───── DATA RECORDS

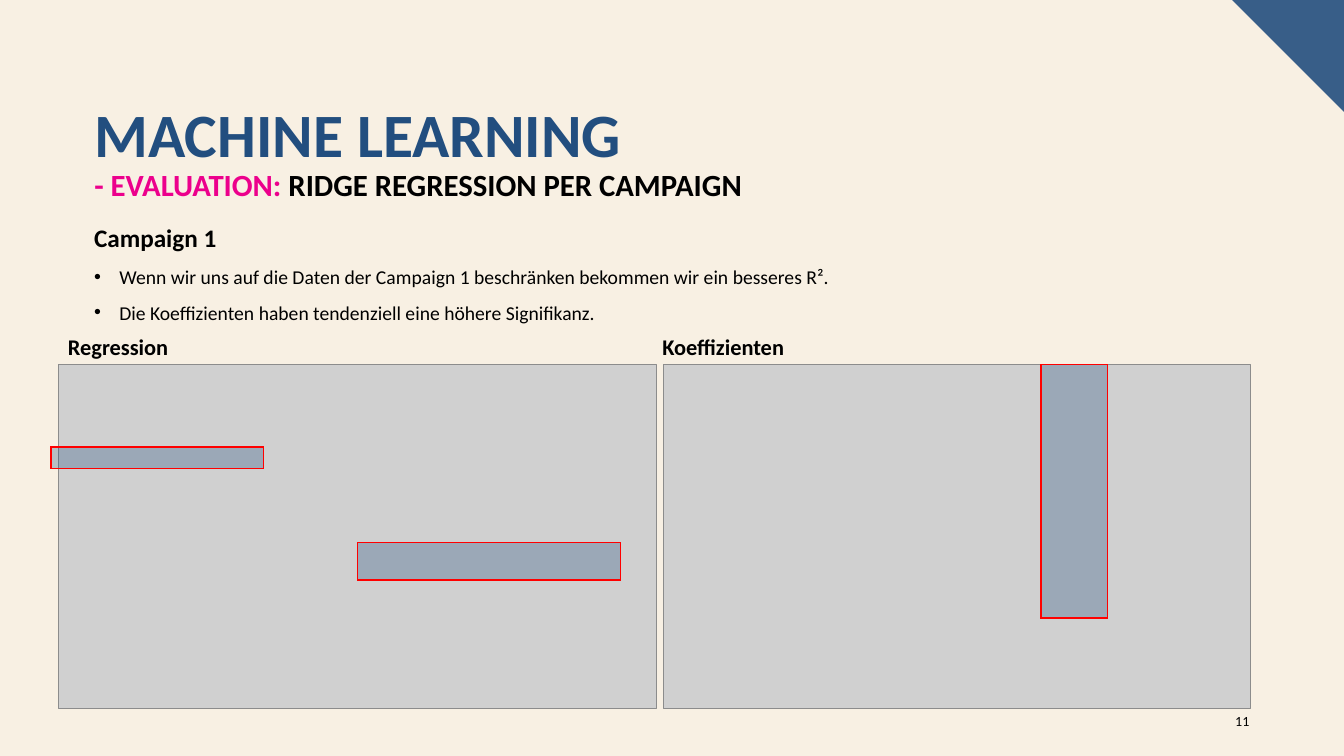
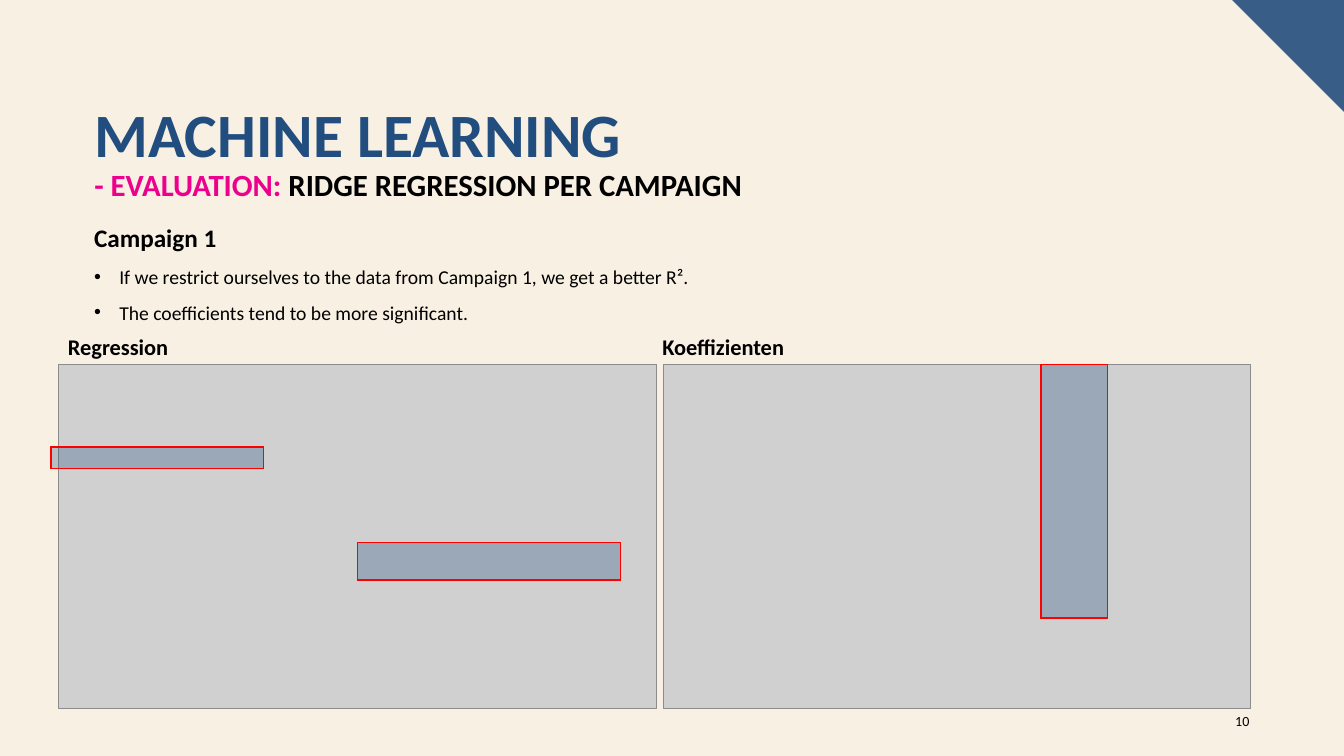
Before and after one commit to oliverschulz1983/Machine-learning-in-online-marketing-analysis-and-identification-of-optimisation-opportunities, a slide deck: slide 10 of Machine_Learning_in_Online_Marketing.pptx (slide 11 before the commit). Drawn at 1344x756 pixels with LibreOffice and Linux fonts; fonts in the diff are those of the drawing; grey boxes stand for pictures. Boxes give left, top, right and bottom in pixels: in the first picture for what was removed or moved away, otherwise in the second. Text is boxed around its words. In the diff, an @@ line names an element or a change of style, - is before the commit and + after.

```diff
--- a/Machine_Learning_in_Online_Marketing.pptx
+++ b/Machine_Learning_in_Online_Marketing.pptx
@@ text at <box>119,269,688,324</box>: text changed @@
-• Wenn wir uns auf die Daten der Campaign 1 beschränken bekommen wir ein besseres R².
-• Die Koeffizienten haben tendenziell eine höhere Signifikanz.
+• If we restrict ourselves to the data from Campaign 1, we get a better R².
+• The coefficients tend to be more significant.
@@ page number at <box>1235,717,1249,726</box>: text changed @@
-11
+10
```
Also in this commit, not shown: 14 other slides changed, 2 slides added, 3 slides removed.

──────────
───── DATA RECORDS

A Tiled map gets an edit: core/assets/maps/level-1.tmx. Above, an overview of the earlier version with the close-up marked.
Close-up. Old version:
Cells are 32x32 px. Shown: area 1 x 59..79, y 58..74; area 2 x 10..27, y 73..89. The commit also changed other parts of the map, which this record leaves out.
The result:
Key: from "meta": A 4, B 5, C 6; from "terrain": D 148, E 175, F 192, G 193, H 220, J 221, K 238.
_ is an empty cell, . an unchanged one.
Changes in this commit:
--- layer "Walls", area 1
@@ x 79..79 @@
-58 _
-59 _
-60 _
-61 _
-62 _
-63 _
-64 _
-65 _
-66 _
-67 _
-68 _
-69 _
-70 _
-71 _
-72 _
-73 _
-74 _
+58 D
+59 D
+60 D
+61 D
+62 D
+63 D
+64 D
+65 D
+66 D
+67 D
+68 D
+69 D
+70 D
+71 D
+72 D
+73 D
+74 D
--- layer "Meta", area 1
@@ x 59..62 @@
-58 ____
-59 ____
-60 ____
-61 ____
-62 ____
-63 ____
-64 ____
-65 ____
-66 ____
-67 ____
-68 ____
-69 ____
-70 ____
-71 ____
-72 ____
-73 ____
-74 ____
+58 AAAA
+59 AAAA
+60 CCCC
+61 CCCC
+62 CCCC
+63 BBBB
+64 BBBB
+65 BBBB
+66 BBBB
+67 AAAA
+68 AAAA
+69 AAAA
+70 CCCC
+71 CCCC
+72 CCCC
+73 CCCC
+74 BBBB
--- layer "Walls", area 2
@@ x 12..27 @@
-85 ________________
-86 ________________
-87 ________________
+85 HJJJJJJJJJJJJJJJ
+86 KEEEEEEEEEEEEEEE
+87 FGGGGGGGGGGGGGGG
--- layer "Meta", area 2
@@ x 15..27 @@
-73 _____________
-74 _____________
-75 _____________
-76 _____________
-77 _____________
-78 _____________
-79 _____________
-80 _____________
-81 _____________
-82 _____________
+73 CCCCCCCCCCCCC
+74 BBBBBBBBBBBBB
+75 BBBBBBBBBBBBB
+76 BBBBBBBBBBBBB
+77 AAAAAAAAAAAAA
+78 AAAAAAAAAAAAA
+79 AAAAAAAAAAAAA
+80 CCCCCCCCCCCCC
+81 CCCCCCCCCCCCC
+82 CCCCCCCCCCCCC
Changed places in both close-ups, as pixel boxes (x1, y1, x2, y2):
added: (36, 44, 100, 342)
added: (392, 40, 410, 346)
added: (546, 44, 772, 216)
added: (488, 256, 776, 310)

──────────
───── DATA RECORDS

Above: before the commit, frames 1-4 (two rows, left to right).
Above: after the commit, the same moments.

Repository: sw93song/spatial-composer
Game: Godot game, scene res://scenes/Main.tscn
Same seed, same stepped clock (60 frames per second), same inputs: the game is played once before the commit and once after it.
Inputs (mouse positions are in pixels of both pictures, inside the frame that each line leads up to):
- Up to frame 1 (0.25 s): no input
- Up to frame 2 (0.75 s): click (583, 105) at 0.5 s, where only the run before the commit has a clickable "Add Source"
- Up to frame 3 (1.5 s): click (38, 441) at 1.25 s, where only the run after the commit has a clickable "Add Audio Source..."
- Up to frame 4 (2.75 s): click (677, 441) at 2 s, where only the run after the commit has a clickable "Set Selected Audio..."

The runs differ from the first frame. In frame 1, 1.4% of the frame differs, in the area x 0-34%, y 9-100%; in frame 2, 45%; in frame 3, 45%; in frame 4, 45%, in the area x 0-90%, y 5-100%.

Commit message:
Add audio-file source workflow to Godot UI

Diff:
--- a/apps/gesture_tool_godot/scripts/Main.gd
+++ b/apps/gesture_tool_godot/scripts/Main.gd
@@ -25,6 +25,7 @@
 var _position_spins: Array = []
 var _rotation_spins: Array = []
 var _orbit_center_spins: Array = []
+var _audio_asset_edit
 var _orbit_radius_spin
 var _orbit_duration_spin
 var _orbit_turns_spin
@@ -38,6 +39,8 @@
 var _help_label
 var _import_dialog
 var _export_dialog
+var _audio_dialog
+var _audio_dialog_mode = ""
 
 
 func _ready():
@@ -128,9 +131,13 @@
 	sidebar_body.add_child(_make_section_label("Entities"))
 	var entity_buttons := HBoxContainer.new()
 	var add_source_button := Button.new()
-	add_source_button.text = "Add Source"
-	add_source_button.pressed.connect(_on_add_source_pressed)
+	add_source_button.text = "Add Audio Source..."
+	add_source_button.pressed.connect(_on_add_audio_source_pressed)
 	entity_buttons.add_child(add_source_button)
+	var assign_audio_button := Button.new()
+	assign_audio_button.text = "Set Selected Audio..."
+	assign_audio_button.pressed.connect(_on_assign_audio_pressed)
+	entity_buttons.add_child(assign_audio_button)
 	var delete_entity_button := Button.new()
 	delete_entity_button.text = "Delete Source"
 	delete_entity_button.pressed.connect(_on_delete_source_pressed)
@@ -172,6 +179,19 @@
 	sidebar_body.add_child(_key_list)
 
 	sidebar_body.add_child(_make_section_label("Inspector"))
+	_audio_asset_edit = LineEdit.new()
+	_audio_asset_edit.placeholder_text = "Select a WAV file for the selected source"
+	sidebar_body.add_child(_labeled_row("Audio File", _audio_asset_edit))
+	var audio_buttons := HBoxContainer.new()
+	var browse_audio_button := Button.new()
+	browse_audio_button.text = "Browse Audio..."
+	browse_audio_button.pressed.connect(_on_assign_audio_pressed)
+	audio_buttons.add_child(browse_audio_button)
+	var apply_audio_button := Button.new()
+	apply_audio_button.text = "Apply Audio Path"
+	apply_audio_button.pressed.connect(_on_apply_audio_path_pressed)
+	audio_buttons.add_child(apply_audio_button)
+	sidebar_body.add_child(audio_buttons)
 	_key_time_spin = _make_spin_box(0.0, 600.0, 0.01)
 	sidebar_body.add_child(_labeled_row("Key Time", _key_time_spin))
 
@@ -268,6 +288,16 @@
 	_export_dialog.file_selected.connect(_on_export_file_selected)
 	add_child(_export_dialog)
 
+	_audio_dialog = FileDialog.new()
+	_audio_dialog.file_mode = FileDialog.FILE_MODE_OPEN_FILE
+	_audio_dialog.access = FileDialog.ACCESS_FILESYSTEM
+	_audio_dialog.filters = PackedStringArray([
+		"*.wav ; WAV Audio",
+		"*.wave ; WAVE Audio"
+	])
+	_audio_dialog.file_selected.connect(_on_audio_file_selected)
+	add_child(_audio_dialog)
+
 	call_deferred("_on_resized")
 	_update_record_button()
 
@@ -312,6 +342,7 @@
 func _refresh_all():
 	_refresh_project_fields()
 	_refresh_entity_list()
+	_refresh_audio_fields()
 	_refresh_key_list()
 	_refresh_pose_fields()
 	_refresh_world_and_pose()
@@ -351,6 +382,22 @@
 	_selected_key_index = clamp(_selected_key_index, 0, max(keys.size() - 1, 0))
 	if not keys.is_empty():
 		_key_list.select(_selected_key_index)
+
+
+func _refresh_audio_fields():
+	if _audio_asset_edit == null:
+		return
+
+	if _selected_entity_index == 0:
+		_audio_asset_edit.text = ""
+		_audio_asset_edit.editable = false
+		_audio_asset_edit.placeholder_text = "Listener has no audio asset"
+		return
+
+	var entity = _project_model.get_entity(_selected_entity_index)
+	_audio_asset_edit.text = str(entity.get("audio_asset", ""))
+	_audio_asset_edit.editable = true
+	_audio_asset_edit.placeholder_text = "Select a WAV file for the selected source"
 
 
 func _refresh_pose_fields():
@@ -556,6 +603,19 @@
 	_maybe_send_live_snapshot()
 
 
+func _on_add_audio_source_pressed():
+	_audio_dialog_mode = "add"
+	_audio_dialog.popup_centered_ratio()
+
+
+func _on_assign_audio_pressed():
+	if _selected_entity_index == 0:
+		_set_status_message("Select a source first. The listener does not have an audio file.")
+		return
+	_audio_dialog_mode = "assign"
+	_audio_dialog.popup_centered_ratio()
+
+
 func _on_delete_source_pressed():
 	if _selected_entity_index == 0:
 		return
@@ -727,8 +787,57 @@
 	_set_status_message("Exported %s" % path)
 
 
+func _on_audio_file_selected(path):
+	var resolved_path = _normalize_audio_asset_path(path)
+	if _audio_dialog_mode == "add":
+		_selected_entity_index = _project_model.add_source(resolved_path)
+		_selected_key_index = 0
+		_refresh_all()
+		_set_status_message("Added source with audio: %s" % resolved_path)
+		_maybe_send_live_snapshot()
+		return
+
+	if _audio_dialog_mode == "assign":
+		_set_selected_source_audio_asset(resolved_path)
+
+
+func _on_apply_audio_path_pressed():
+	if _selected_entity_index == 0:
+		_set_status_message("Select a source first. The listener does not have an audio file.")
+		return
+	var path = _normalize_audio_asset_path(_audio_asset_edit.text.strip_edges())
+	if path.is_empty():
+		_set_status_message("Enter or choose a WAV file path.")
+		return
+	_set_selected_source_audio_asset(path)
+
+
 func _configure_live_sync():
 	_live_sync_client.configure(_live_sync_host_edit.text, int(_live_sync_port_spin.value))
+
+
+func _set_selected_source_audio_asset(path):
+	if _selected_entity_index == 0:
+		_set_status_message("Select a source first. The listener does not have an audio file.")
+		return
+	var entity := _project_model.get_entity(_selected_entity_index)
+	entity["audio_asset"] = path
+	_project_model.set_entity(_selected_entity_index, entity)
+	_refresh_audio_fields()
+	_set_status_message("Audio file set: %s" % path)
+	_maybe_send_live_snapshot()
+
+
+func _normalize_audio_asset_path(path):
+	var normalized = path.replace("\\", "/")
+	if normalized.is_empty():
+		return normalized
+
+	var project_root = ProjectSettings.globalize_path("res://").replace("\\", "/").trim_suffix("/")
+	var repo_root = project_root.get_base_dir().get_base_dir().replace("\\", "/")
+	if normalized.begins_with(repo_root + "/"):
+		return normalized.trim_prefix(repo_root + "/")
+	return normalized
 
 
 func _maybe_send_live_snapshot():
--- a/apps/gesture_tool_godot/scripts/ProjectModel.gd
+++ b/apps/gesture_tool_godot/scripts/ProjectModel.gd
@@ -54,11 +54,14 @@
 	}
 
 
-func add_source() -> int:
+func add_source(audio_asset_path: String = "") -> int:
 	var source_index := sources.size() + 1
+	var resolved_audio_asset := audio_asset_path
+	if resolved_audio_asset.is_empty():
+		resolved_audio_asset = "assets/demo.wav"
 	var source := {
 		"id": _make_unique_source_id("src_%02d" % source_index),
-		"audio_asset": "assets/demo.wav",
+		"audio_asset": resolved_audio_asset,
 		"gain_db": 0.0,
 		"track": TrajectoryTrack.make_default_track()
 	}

──────────

Where a line in the entries holds the word "only", copy that line.

- Up to frame 2 (0.75 s): click (583, 105) at 0.5 s, where only the run before the commit has a clickable "Add Source"
- Up to frame 3 (1.5 s): click (38, 441) at 1.25 s, where only the run after the commit has a clickable "Add Audio Source..."
- Up to frame 4 (2.75 s): click (677, 441) at 2 s, where only the run after the commit has a clickable "Set Selected Audio..."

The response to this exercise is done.